Whats up with the A+B in there? Completely undeclared. Obviously someone just typed this up this morning.
Admin
This has got to be a fake.
In any case, WHAT HAPPENS IF YOU NEED TO ADD MORE THAN 4 INTEGERS?
I guess you need to spend a couple days writing more overloads of uintadd to cover all posible cases.
Admin
You know, if I was going to bother writing a function for "unsigned addition", I'd probably consider using, oh I dunno, "unsigned int" as the return type.
Admin
*sarcasm* Well silly, then you just break it up into sections of two as any good binary programmer knows. Geeze! /sarcasm
Admin
Uh, like the intro says, there is no unsigned int in Java.
Admin
The A+B was my mistake. The submitted code used a's and b's and was too recognizable. I also changed the name of the method too ... aside from that, verbatim.
Admin
Can you people stop crying "Fake!" just because of some typo? By now you should KNOW that Alex usually modifies the code and quite often makes some little error. (I don't blame you, Alex. I think MY fingers would rot from touching the code I see here.)

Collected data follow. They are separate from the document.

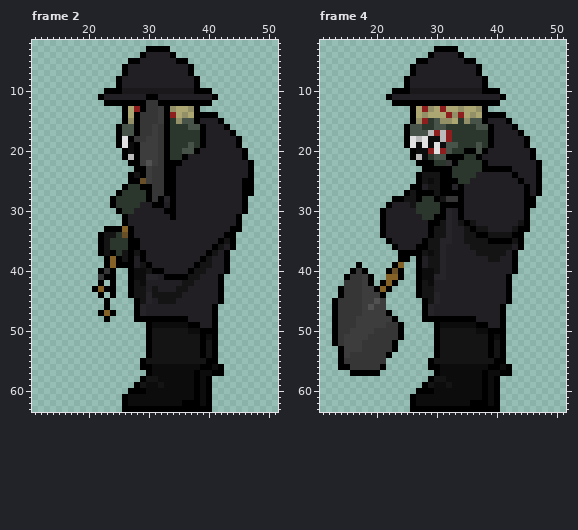
Pixel-art file: Aseprite/GraveKeeper_LeftAttack.aseprite. Above is the file before it was changed.
64x64 pixels, 4 frames. Colours within 5 levels of each other are drawn and written as one. Shown: frame 2: x 11..51, y 2..63; frame 4: x 11..51, y 2..63. The commit also changed other frames, which this record leaves out.
The result:
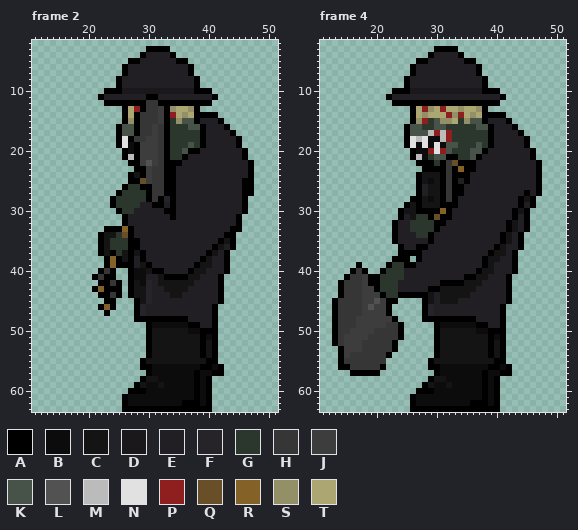
Palette (. is transparent): A #000000  B #0c0c0d  C #141415  D #1a181b  E #211f23  F #262429  G #2b362d  H #363636  J #3d3d3d  K #475249  L #525252  M #bbbbbb  N #e1e1e1  P #8f1e1e  Q #684f27  R #846126  S #938f66  T #aca672
Edits made:
Changed rows in their new state; - is an unchanged pixel.
Frame 2, layers "FrontArm", "Shovel", "Body":
first column x 37:
20 A
first column x 21:
41 A--------EEC---
42 --AHA----F-CCCC
43 ----A----FE-CC-
44 --AHA-----EEE--
45 ---A-------EEE-
46 -ARA-----------
47 -.A.-----------
48 --.------------
Frame 4:
first column x 14:
20 ---------------------GK---------
21 --------------------G-K---------
22 -----------------A-QAAAEE-------
23 ------------------HARAAEEEEEE---
24 ------------------HAAAE------E--
25 ------------------H-EA--------E-
26 ------------.-----HA-----------E
27 -----------..-EC--H-------------
28 ---------...A-CBCA-AE---------AC
29 --------...A-ACCC---E---------AE
30 -------...ACCAAAARA-E--------AC-
31 -------...A-CG-AQ-A-E--------A--
32 -------..A--GGGG-AE-EEE-----ACE-
33 -------..A--GGGGAEE--EEEE---A-E-
34 -------..A---GG-EEE--EEEEEEA-E--
35 --------.A----EAEEE--EEEEEE-CE--
36 ---------.A----EEE----EEEEA-E---
37 --------------EEEE-----EEA------
38 ---------A-----EEE------A-------
39 --------AGGAAE-EEE------AC------
40 -------AGGGEEEEEEE-----ACC------
41 ------AGGGGEEEEEEE---AACC-------
42 A-----AGGGEEEEEE-AAAACCC--------
43 -------GGGEEEEEAACCCCCC---------
44 --------GGAAA-A-ECCCCC----------
45 --------AA------ECCC------------
46 --------A-----------------------
Where, in picture pixels (left, top, right, bottom), the same in both pictures:
changed: (188, 148, 194, 154)
changed: (92, 274, 122, 322)
changed: (146, 274, 182, 304)
changed: (374, 148, 530, 310)
added: (338, 280, 344, 286)

This code is not THAT out there, btw. C# has checked areas, where this kind of operation might throw an OverflowException. The programmer could easily assume that Java does the same thing. (Of course, the programmer would be stupid for not checking his assumption. But that's a different topic.)
To me, the WTF here are the overloads. What on earth for? Lazy typers...
Admin
Sorry but this isn't a WTF. It is a simple bug. The return type should be a long.
The correct code is:
public static long unitadd(int a, int b)
{
long la = (((long)a) & 0xffffffffL);
long lb = (((long)b) & 0xffffffffL);
long result = la + lb;
return result & 0xffffffffL;
}
System.out.println(unitadd(0xf0000000, 1)); --> 4026531841
System.out.println(0xf0000000 + 1); --> -268435455
Admin
A few examples put this a bit more in perspective:
uintadd(-1,-2): -3
uintadd(5,-2): 3
uintadd(-5,2): -3
uintadd(1,2): 3
Admin
The basic principle is that Java does not have unsigned int s, but it does have long s. If the original programmer was concerned that he needed that extra bit that a signed int is missing, he could have just used 'long' types and be done with it. If he wanted to make sure that the value was never negative, then there are many clearer ways to force the values to positive. If the programmer was only concerned with forcing positive values, then the return type of int is NOT a bug, just a WTF!!!
Admin
Just look at this example:
System.out.println(uintadd(0xf0000000, 1)); --> 4026531841
System.out.println((long)0xf0000000 + 1); --> -268435455
Just casting the int to a long doesn't help - because of the sign extension. That's the reason why he is using "long la = (((long)a) & 0xffffffffL);"
Admin
Admin
I can't wait to see what this guy cooks up when his boss comes to him and tells him he needs a ulongadd method.
Admin
I'd suggest using JavaScript, XML and recursion. Oh, and a binary tree to hold all the decimal places.
Admin
If that was the point, the whole thing could still be replaced with:
(a + b) & 0xffffffffL;
Admin
Methinks someone else is not aware of "the wonders of twos complement binary representation"
Admin
You are right. I'll just shut up and vanish somewhere...
Admin
bah, silly me. I was getting languages confused.
Plus I was originally posting to point out the 'A + B' mistake, and added the unsigned thing as an afterthought. But the forum ate my post, and someone else had beat me to it by the time I clicked back to retype it.
Admin
My post was incorrect in stating that the intro says that there is no unsigned type in Java, it just says there is no unsigned addition. Anyway, the code is bad.
Admin
Not in Java, not in VB .NET, not in any sane language...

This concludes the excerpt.